"How to succeed in business by slowing down."
BRATTLEBORO >>Strolling of the Heifers announces the sixth annual Slow Living Summit conference, an exploration of entrepreneurship in the food and agriculture sector, taking place April 28 to 30.
The Summit will feature a roster of well-known speakers and presenters including Will Raap, founder of Gardeners Supply, Cairn Cross of FreshTracks Capital, Bob Wellington, VP of Agri-mark Dairy Cooperative, Barbi and Paul Schulick, founders of New Chapter, Tanya Fields, founder of the BLK Projek, and Fred "Chico" Lager, former CEO of Ben & Jerry's.
These and many other session leaders will explore key topics in food and agriculture entrepreneurship including business planning, funding sources, refining and pitching ideas, ownership structures, social impact, collaboration, and food and agriculture business case studies.

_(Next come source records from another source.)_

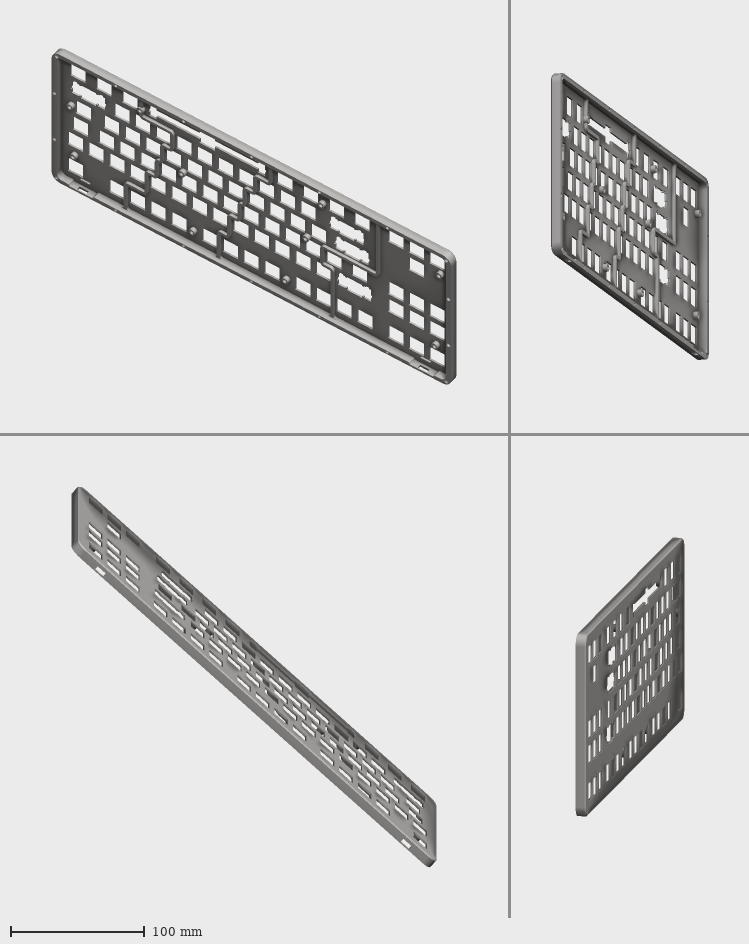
import cadquery as cq
import math

LENGTH = 368.27
HEIGHT = 139.49
DEPTH = 7.75
CORNER_RADIUS = 8.1
BACK_CHAMFER = 1.0
SIDE_RIM = 4.8
LONG_RIM = 3.75
INNER_RADIUS = 5.0
INNER_LENGTH = LENGTH - 2 * SIDE_RIM
INNER_HEIGHT = HEIGHT - 2 * LONG_RIM

PLATE_THICKNESS = 1.5
FRONT_Y = -DEPTH / 2
BACK_Y = DEPTH / 2
PLATE_Y = BACK_Y - PLATE_THICKNESS

PITCH = 19.05
GRID_COLUMNS = 18.5
LAST_ROW = 5.5
SWITCH_SIZE = 14.0
NAVIGATION_COLUMNS = [16, 17, 18]
UP_ARROW_COLUMN = 17


def key_run(first_column, count):
    """Columns of neighbouring single-unit keys."""
    return [first_column + index for index in range(count)]


KEY_ROWS = {
    0: [0.625, 1.875, 3.125, 6.875, 10.625, 11.875, 13.125, 14.375] + NAVIGATION_COLUMNS,
    1: [1.125] + key_run(2.75, 10) + [13.625, UP_ARROW_COLUMN],
    2: [0.875] + key_run(2.25, 11) + [13.875],
    3: [0.75] + key_run(2.0, 12) + [14.25] + NAVIGATION_COLUMNS,
    4: key_run(0.5, 13) + [14] + NAVIGATION_COLUMNS,
    LAST_ROW: [0.5] + key_run(2.5, 4) + key_run(7, 4) + key_run(11.5, 4) + NAVIGATION_COLUMNS,
}

WIDE_KEYS = [(1.125, 1), (13.625, 1), (13.875, 2), (14, 4)]
WIDE_SPACING = 11.94
WIDE_CHANNEL = (-5.0, 5.97)
SPACEBAR = (6.875, 0)
SPACEBAR_SPACING = 50.0
SPACEBAR_CHANNEL = (-2.8, 3.8)
STABILIZER_WIDTH = 6.75
STABILIZER_TOP = 6.77
STABILIZER_BOTTOM = -6.0
STABILIZER_FOOT_WIDTH = 3.0
STABILIZER_FOOT_TOP = 7.97
STABILIZER_NOTCH_DEPTH = 0.9
STABILIZER_NOTCH = (-2.0, 0.8)

RIB_WIDTH = 2.7
RIB_HEIGHT = 2.5
RIB_BEND_RADIUS = PITCH / 8
RIB_FOOT_RADIUS = 2.2
SHORTEST_LINE = 0.001
ROW_GAPS = [0.5, 1.5, 2.5, 3.5, 4.75]
RIBS = [
    ([3.75, 5.25, 4.75, 4.5, 4.0, 3.0], ROW_GAPS),
    ([10.0, 9.25, 8.75, 8.5, 8.0, 7.5], ROW_GAPS),
    ([15.2, 12.5, 13.0], [2.5, 3.5]),
]

BOSS_DIAMETER = 6.0
BOSS_HEIGHT = 3.5
BOSS_HOLE_DIAMETER = 3.2
BOSSES = [
    (3.75, 0.1), (12.5, 0.1), (18.21, 0.6), (0.34, 2), (5.75, 2.47),
    (11.75, 2.47), (0.5, 4.75), (18, 4.75), (6.25, 5.5), (10.75, 5.5),
]

LONG_RIM_HOLE_DIAMETER = 2.6
SIDE_HOLE_DIAMETER = 3.4
RIM_HOLE_DEPTH = 3.0
LONG_RIM_HOLE_SPACING = 62.6
LONG_RIM_HOLE_Z = 67.6
SIDE_HOLE_X = 181.7
SIDE_HOLE_Z = 25.0
CORNER_HOLE_X = 179.7
CORNER_HOLE_Z = 65.8

LATCH_X = 157.0
RELIEF_MOUTH = 24.6
RELIEF_FLOOR = 20.0
RELIEF_DEPTH = 1.7
LATCH_LENGTH = 8.6
LEDGE_WIDTH = 1.0
LEDGE_HEIGHT = 1.5
LEDGE_Z = -61.0
RIM_SLOT_WIDTH = 3.2
RIM_SLOT_Y = -1.3


def grid_point(column, row):
    """X and Z of a place on the key grid."""
    return ((column - GRID_COLUMNS / 2) * PITCH, (LAST_ROW / 2 - row) * PITCH)


def plane_at(y):
    """Workplane in X and Z at the given Y; positive extrusions run toward -Y."""
    return cq.Workplane("XZ", origin=(0, y, 0))


def plate_block(x_range, z_range):
    """Block over X and Z ranges that is as thick as the plate."""
    x_min, x_max = sorted(x_range)
    z_min, z_max = sorted(z_range)
    center = ((x_min + x_max) / 2, (z_min + z_max) / 2)
    sketch = plane_at(BACK_Y).pushPoints([center]).rect(x_max - x_min, z_max - z_min)
    return sketch.extrude(PLATE_THICKNESS)


def make_frame():
    frame = plane_at(BACK_Y).rect(LENGTH, HEIGHT).extrude(DEPTH)
    frame = frame.edges("|Y").fillet(CORNER_RADIUS)
    frame = frame.faces(">Y").edges().chamfer(BACK_CHAMFER)
    tray = plane_at(PLATE_Y).rect(INNER_LENGTH, INNER_HEIGHT).extrude(DEPTH)
    return frame.cut(tray.edges("|Y").fillet(INNER_RADIUS))


def rib_path_points(columns, row_gaps):
    """Corners of a rib's centre line, from the top rim down to the bottom rim."""
    top_x, _ = grid_point(columns[0], 0)
    bottom_x, _ = grid_point(columns[-1], 0)
    points = [(top_x, INNER_HEIGHT / 2)]
    for column, next_column, row in zip(columns, columns[1:], row_gaps):
        points.append(grid_point(column, row))
        points.append(grid_point(next_column, row))
    points.append((bottom_x, -INNER_HEIGHT / 2))
    return points


def toward(start, corner, end, distance):
    """Start moved by a distance in the direction that leads from corner to end."""
    share = distance / math.dist(corner, end)
    return (start[0] + share * (end[0] - corner[0]), start[1] + share * (end[1] - corner[1]))


def rounded_path(points, radius):
    """Centre line in which each right-angled corner is an arc of the given radius."""
    path = plane_at(PLATE_Y - RIB_HEIGHT / 2).moveTo(*points[0])
    current = points[0]
    arc_inset = radius * (1 - math.sqrt(0.5))
    for before, corner, after in zip(points, points[1:], points[2:]):
        arc_start = toward(corner, corner, before, radius)
        arc_end = toward(corner, corner, after, radius)
        arc_middle = toward(corner, corner, before, arc_inset)
        arc_middle = toward(arc_middle, corner, after, arc_inset)
        if math.dist(current, arc_start) > SHORTEST_LINE:
            path = path.lineTo(*arc_start)
        path = path.threePointArc(arc_middle, arc_end)
        current = arc_end
    return path.lineTo(*points[-1])


def make_rib(columns, row_gaps):
    points = rib_path_points(columns, row_gaps)
    path = rounded_path(points, RIB_BEND_RADIUS)
    profile = cq.Workplane("XY", origin=(points[0][0], PLATE_Y - RIB_HEIGHT / 2, points[0][1]))
    rib = profile.rect(RIB_WIDTH, RIB_HEIGHT).sweep(path)
    return rib.union(rib_foot(points[0], -1)).union(rib_foot(points[-1], 1))


def rib_foot(end, inward):
    """Concave flare where a rib meets the rim; inward is the Z direction away from the rim."""
    x, rim_z = end
    half = RIB_WIDTH / 2
    tip_z = rim_z + inward * RIB_FOOT_RADIUS
    bulge = RIB_FOOT_RADIUS * (1 - math.sqrt(0.5))
    wide = half + RIB_FOOT_RADIUS
    foot = plane_at(PLATE_Y).moveTo(x - wide, rim_z)
    foot = foot.threePointArc((x - half - bulge, rim_z + inward * bulge), (x - half, tip_z))
    foot = foot.lineTo(x + half, tip_z)
    foot = foot.threePointArc((x + half + bulge, rim_z + inward * bulge), (x + wide, rim_z))
    return foot.close().extrude(RIB_HEIGHT)


def make_bosses():
    places = [grid_point(*boss) for boss in BOSSES]
    return plane_at(PLATE_Y).pushPoints(places).circle(BOSS_DIAMETER / 2).extrude(BOSS_HEIGHT)


def make_boss_holes():
    places = [grid_point(*boss) for boss in BOSSES]
    top = plane_at(PLATE_Y - BOSS_HEIGHT).pushPoints(places)
    return top.circle(BOSS_HOLE_DIAMETER / 2).extrude(-BOSS_HEIGHT)


def make_switch_openings():
    places = [grid_point(column, row) for row, columns in KEY_ROWS.items() for column in columns]
    return plane_at(BACK_Y).pushPoints(places).rect(SWITCH_SIZE, SWITCH_SIZE).extrude(PLATE_THICKNESS)


def make_stabilizer_opening(key, spacing, channel):
    """Two stabilizer housings beside a wide key, joined by the channel for the wire."""
    x, z = grid_point(*key)
    opening = plate_block((x - spacing, x + spacing), (z + channel[0], z + channel[1]))
    for side in (-1, 1):
        center = x + side * spacing
        half = STABILIZER_WIDTH / 2
        half_foot = STABILIZER_FOOT_WIDTH / 2
        notch_end = center + side * (half + STABILIZER_NOTCH_DEPTH)
        housing = plate_block(
            (center - half, center + half), (z + STABILIZER_BOTTOM, z + STABILIZER_TOP)
        )
        foot = plate_block((center - half_foot, center + half_foot), (z, z + STABILIZER_FOOT_TOP))
        notch = plate_block(
            (center, notch_end), (z + STABILIZER_NOTCH[0], z + STABILIZER_NOTCH[1])
        )
        opening = opening.union(housing).union(foot).union(notch)
    return opening


def drill_rim(places, diameter):
    return plane_at(FRONT_Y).pushPoints(places).circle(diameter / 2).extrude(-RIM_HOLE_DEPTH)


def make_rim_holes():
    long_rim_places = []
    side_places = []
    for z_side in (-1, 1):
        for step in range(-2, 3):
            long_rim_places.append((step * LONG_RIM_HOLE_SPACING, z_side * LONG_RIM_HOLE_Z))
        for x_side in (-1, 1):
            side_places.append((x_side * SIDE_HOLE_X, z_side * SIDE_HOLE_Z))
            side_places.append((x_side * CORNER_HOLE_X, z_side * CORNER_HOLE_Z))
    long_rim_holes = drill_rim(long_rim_places, LONG_RIM_HOLE_DIAMETER)
    return long_rim_holes.union(drill_rim(side_places, SIDE_HOLE_DIAMETER))


def make_latch_cut(x):
    """Relief in the bottom rim with smooth S-shaped ends, and a slot through its floor."""
    mouth_z = -INNER_HEIGHT / 2
    floor_z = mouth_z - RELIEF_DEPTH
    half_mouth = RELIEF_MOUTH / 2
    half_floor = RELIEF_FLOOR / 2
    level = (1, 0)
    relief = plane_at(PLATE_Y).moveTo(x - half_mouth, mouth_z)
    relief = relief.spline([(x - half_floor, floor_z)], tangents=[level, level], includeCurrent=True)
    relief = relief.lineTo(x + half_floor, floor_z)
    relief = relief.spline([(x + half_mouth, mouth_z)], tangents=[level, level], includeCurrent=True)
    relief = relief.close().extrude(DEPTH)
    slot = cq.Workplane("XY", origin=(x, RIM_SLOT_Y, mouth_z))
    slot = slot.rect(LATCH_LENGTH, RIM_SLOT_WIDTH).extrude(-LONG_RIM)
    return relief.union(slot)


def make_latch_ledge(x):
    sketch = plane_at(PLATE_Y).pushPoints([(x, LEDGE_Z)])
    return sketch.rect(LATCH_LENGTH, LEDGE_WIDTH).extrude(LEDGE_HEIGHT)


result = make_frame()
for rib_columns, rib_rows in RIBS:
    result = result.union(make_rib(rib_columns, rib_rows))
result = result.union(make_bosses())
result = result.cut(make_boss_holes())
result = result.cut(make_switch_openings())
for wide_key in WIDE_KEYS:
    result = result.cut(make_stabilizer_opening(wide_key, WIDE_SPACING, WIDE_CHANNEL))
result = result.cut(make_stabilizer_opening(SPACEBAR, SPACEBAR_SPACING, SPACEBAR_CHANNEL))
result = result.cut(make_rim_holes())
for x_direction in (-1, 1):
    result = result.cut(make_latch_cut(x_direction * LATCH_X))
    result = result.union(make_latch_ledge(x_direction * LATCH_X))
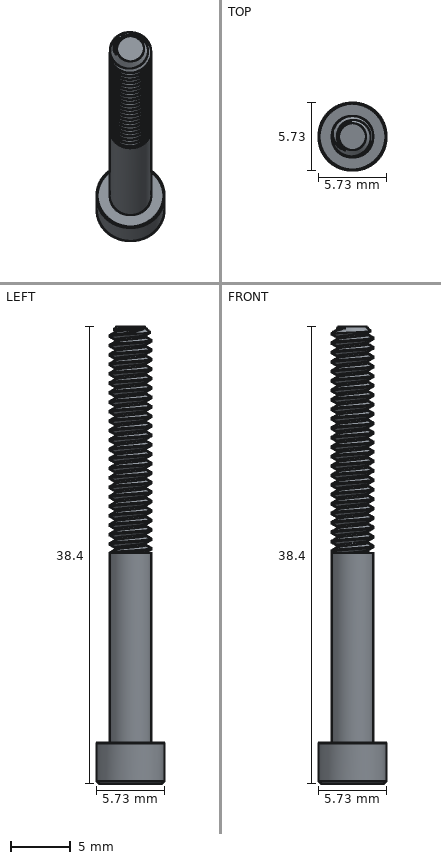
import cadquery as cq
import math

total_length = 38.43
head_diameter = 5.73
head_height = 3.5
head_bottom_chamfer = 0.25
head_top_chamfer = 0.095
shank_diameter = 3.5
thread_start = 19.4

counted_turns = 15
counted_turns_length = 11.9
pitch = counted_turns_length / counted_turns
flank_half_angle = math.radians(30)
crest_width = pitch / 8
root_diameter = 2.6
first_crest = thread_start + 0.55
ridge_seat = 0.05
lead_in_turns = 2
crest_clearance = 0.1

tip_diameter = 2.25
tip_half_angle = math.radians(45)

head_radius = head_diameter / 2
shank_radius = shank_diameter / 2
root_radius = root_diameter / 2
tip_radius = tip_diameter / 2


def make_head():
    head = cq.Workplane("XY").circle(head_radius).extrude(head_height)
    head = head.faces("<Z").chamfer(head_bottom_chamfer)
    return head.faces(">Z").chamfer(head_top_chamfer)


def make_shank():
    return cq.Workplane("XY").circle(shank_radius).extrude(thread_start)


def make_core():
    """Rod at the root diameter of the thread."""
    return (
        cq.Workplane("XY", origin=(0, 0, thread_start))
        .circle(root_radius)
        .extrude(total_length - thread_start)
    )


def make_ridge():
    """Helical ridge that starts below the thread and runs out past the tip."""
    base_radius = root_radius - ridge_seat
    crest_half = crest_width / 2
    base_half = crest_half + (shank_radius - base_radius) * math.tan(flank_half_angle)
    start = first_crest - lead_in_turns * pitch
    turns = math.ceil((total_length - start) / pitch) + 1
    helix = cq.Wire.makeHelix(pitch, turns * pitch, base_radius, cq.Vector(0, 0, start))
    section = [
        (base_radius, start - base_half),
        (shank_radius, start - crest_half),
        (shank_radius, start + crest_half),
        (base_radius, start + base_half),
    ]
    return cq.Workplane("XZ").polyline(section).close().sweep(cq.Workplane(helix), isFrenet=True)


def make_thread_envelope():
    """Space the thread may fill: flat at the shank, clear of the crests, conical at the tip."""
    outer_radius = shank_radius + crest_clearance
    point_height = (outer_radius - tip_radius) / math.tan(tip_half_angle)
    outline = [
        (0, thread_start),
        (outer_radius, thread_start),
        (outer_radius, total_length - point_height),
        (tip_radius, total_length),
        (0, total_length),
    ]
    return cq.Workplane("XZ").polyline(outline).close().revolve(360, (0, 0, 0), (0, 1, 0))


def make_thread():
    envelope = make_thread_envelope()
    return make_ridge().intersect(envelope).union(make_core().intersect(envelope))


result = make_head().union(make_shank()).union(make_thread())
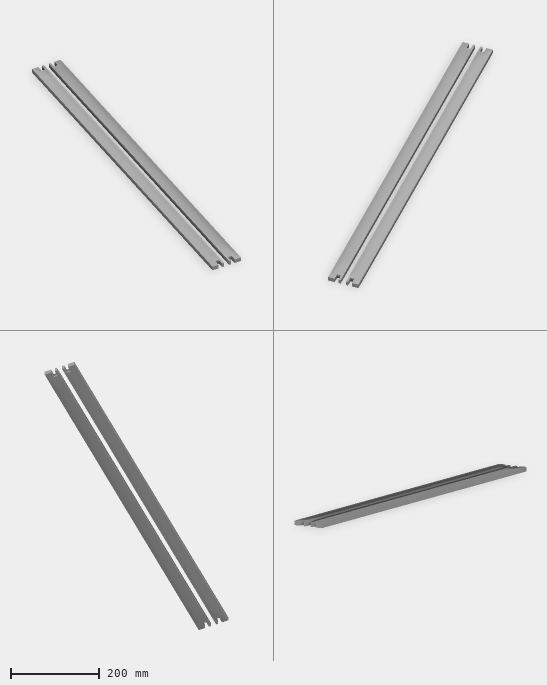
import cadquery as cq

length = 846.0
overall_width = 73.0
thickness = 10.0
rail_gap = 13.0
rail_width = (overall_width - rail_gap) / 2

slot_depth = 15.0
slot_width = 9.0
inner_prong_width = 5.0


def end_slot(end, side):
    """Slot cutter for the rail on the given Y side, at the given X end."""
    center_x = end * (length - slot_depth) / 2
    center_y = side * (rail_gap / 2 + inner_prong_width + slot_width / 2)
    return cq.Workplane("XY").box(slot_depth, slot_width, thickness).translate((center_x, center_y, 0))


def make_rail(side):
    """Flat rail with a slot at both ends; side is +1 or -1 along Y."""
    center_y = side * (rail_gap + rail_width) / 2
    rail = cq.Workplane("XY").box(length, rail_width, thickness).translate((0, center_y, 0))
    for end in (-1, 1):
        rail = rail.cut(end_slot(end, side))
    return rail


rails = [make_rail(side) for side in (-1, 1)]

result = cq.Compound.makeCompound([rail.solids().val() for rail in rails])
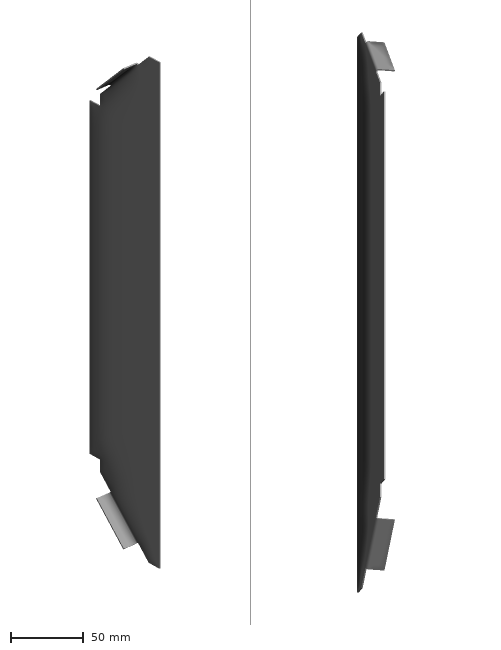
import cadquery as cq
import math

height = 398.0
width = 72.5
depth = 13.0
sheet = 1.0

step_width = 10.7
step_drop = 60.0
bevel = 50.5

tab_length = 39.8
bend_inner = 1.0
bend_outer = bend_inner + sheet

half_height = height / 2
half_strip = half_height - step_drop
bevel_low_z = half_height - bevel
bevel_high_x = step_width + bevel


def make_plate():
    """Flat sheet from Y = -sheet to Y = 0, symmetric about Z = 0."""
    upper_edge = [
        (0, half_strip),
        (step_width, half_strip),
        (step_width, bevel_low_z),
        (bevel_high_x, half_height),
        (width, half_height),
    ]
    lower_edge = [(x, -z) for x, z in reversed(upper_edge)]
    return cq.Workplane("XZ").polyline(upper_edge + lower_edge).close().extrude(sheet)


def make_upper_tab():
    """Bend and straight flange, swept along the upper bevel."""
    bevel_middle = cq.Vector(step_width + bevel / 2, 0, half_height - bevel / 2)
    outward = cq.Vector(-1, 0, 1)
    along_bevel = cq.Vector(1, 0, 1)
    section = cq.Plane(origin=bevel_middle, xDir=outward, normal=along_bevel)

    def bend_middle(radius):
        reach = radius * math.sqrt(0.5)
        return (reach, bend_outer - reach)

    return (
        cq.Workplane(section)
        .moveTo(0, 0)
        .threePointArc(bend_middle(bend_outer), (bend_outer, bend_outer))
        .lineTo(bend_outer, depth)
        .lineTo(bend_inner, depth)
        .lineTo(bend_inner, bend_outer)
        .threePointArc(bend_middle(bend_inner), (0, sheet))
        .close()
        .extrude(tab_length / 2, both=True)
    )


upper_tab = make_upper_tab()
lower_tab = upper_tab.mirror("XY")
result = make_plate().union(upper_tab).union(lower_tab)
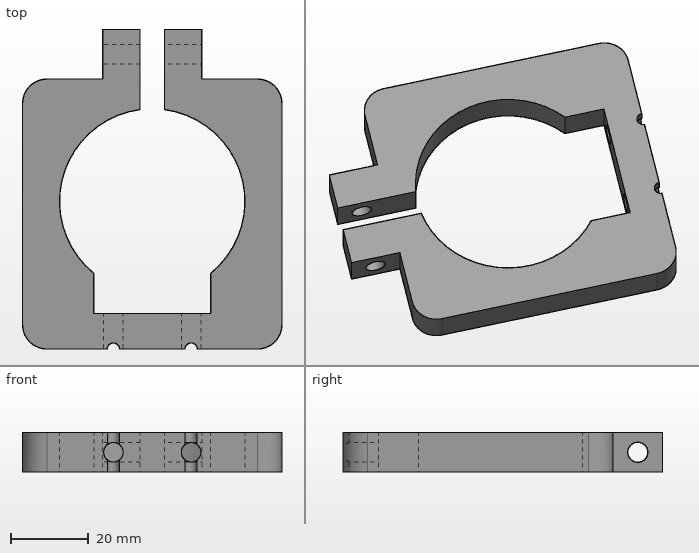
import cadquery as cq

plate_width = 66.8
total_length = 82.2
thickness = 10.2
corner_radius = 6.3

ear_length = 12.75
ears_width = 25.5
slit_width = 6.25
ear_hole_diameter = 5.1

bore_diameter = 47.6
bore_center_y = 38.0
pocket_width = 30.0
front_wall = 9.2

front_hole_spacing = 20.0
front_hole_diameter = 5.0
groove_diameter = 3.1

plate_length = total_length - ear_length
mid_height = thickness / 2
ear_hole_y = total_length - ear_length / 2


def block(width, y_start, y_end):
    """Full-thickness block centred on X, spanning y_start to y_end."""
    return cq.Workplane("XY").box(
        width, y_end - y_start, thickness, centered=(True, False, False)
    ).translate((0, y_start, 0))


def vertical_cylinder(diameter, x, y):
    """Full-thickness cylinder along Z."""
    return cq.Workplane("XY").center(x, y).circle(diameter / 2).extrude(thickness)


def front_wall_hole(x):
    """Cylinder along Y from the front face to the pocket."""
    return (
        cq.Workplane("XZ")
        .center(x, mid_height)
        .circle(front_hole_diameter / 2)
        .extrude(-front_wall)
    )


plate = block(plate_width, 0, plate_length).edges("|Z").fillet(corner_radius)
result = plate.union(block(ears_width, bore_center_y, total_length))

result = result.cut(vertical_cylinder(bore_diameter, 0, bore_center_y))
result = result.cut(block(pocket_width, front_wall, bore_center_y))
result = result.cut(block(slit_width, bore_center_y, total_length))

ear_hole = (
    cq.Workplane("YZ")
    .center(ear_hole_y, mid_height)
    .circle(ear_hole_diameter / 2)
    .extrude(ears_width / 2, both=True)
)
result = result.cut(ear_hole)

for side in (-1, 1):
    hole_x = side * front_hole_spacing / 2
    result = result.cut(front_wall_hole(hole_x))
    result = result.cut(vertical_cylinder(groove_diameter, hole_x, 0))

The organizers invite participation by farmers, entrepreneurs, students, funders, educators, consultants, and concerned citizens.
The Summit's subtitle is "How to succeed in business by slowing down."
"Yes, you read that right," said Shanta Evans-Crowley, the coordinator of the conference. "In the age of accelerators and start-ups, we want you to know that doing well and doing good includes taking a moment to slow down."
Concurrent with the Summit, Strolling of the Heifers is launching Windham Grows, a food and agriculture "business hatchery." Led by a pair of seasoned "entrepreneurs-in-residence," Windham Grows will seek out, evaluate and nurture the best farm and food startup and scale-up stage businesses in the region by providing them with custom-tailored packages of mentorship, consulting, services, resources and access to financing.
Key Summit sessions will include: "Nourishing Slow while growing Fast: The New Chapter founders' story," with the keynote plenary presentation by Barbi and Paul Schulick, founders of New Chapter.
Other sessions include "Get a scoop of the action," how Ben and Jerry defied conventional wisdom, and how the lessons learned are applicable to entrepreneurs fundraising today, presented by Fred "Chico" Lager, the ice-cream company's former CEO; "From small to big by choice: how to navigate growth," presented by Cairn Cross of FreshTracks Capital and Alan Newman of Alchemy & Science; "The road well-traveled but sparsely funded" — a discussion by Tanya Field of the BLK Projek about the problems faced by minority professional who delve into the world of urban agriculture and food enterprises; "Slow Medicine for the Entrepreneur How do creative, passionate, and committed people need to take care of themselves in order to reach their goals?" presented by Dr. Michael Finkelstein, the "Slow Medicine Doctor"; "Fix, pivot, close, or sell: Re-thinking the food and ag business model," presented by Bob Wellington of Agri-mark, and Gabriel Cole, founder of Fare Resources; "Cooperatives: Beyond Profit and Non-profit" —presented by Don Kreis of the Vermont Law School, Erbin Crowell of the Neighboring Food Coops Association, and Matthew Cropp of the Vermont Employee Ownership Center; "Impossible is a dare: How your food business can become a force for social transformation and planetary healing" — led by Shel Horowitz, author of the book "Guerilla Marketing Goes Green"; and "Summing up and moving forward" — the closing plenary presented by Matt Dunne, VP for Community Affairs, Google; and Clark Wolf, President and Founder of the Clark Wolf Company.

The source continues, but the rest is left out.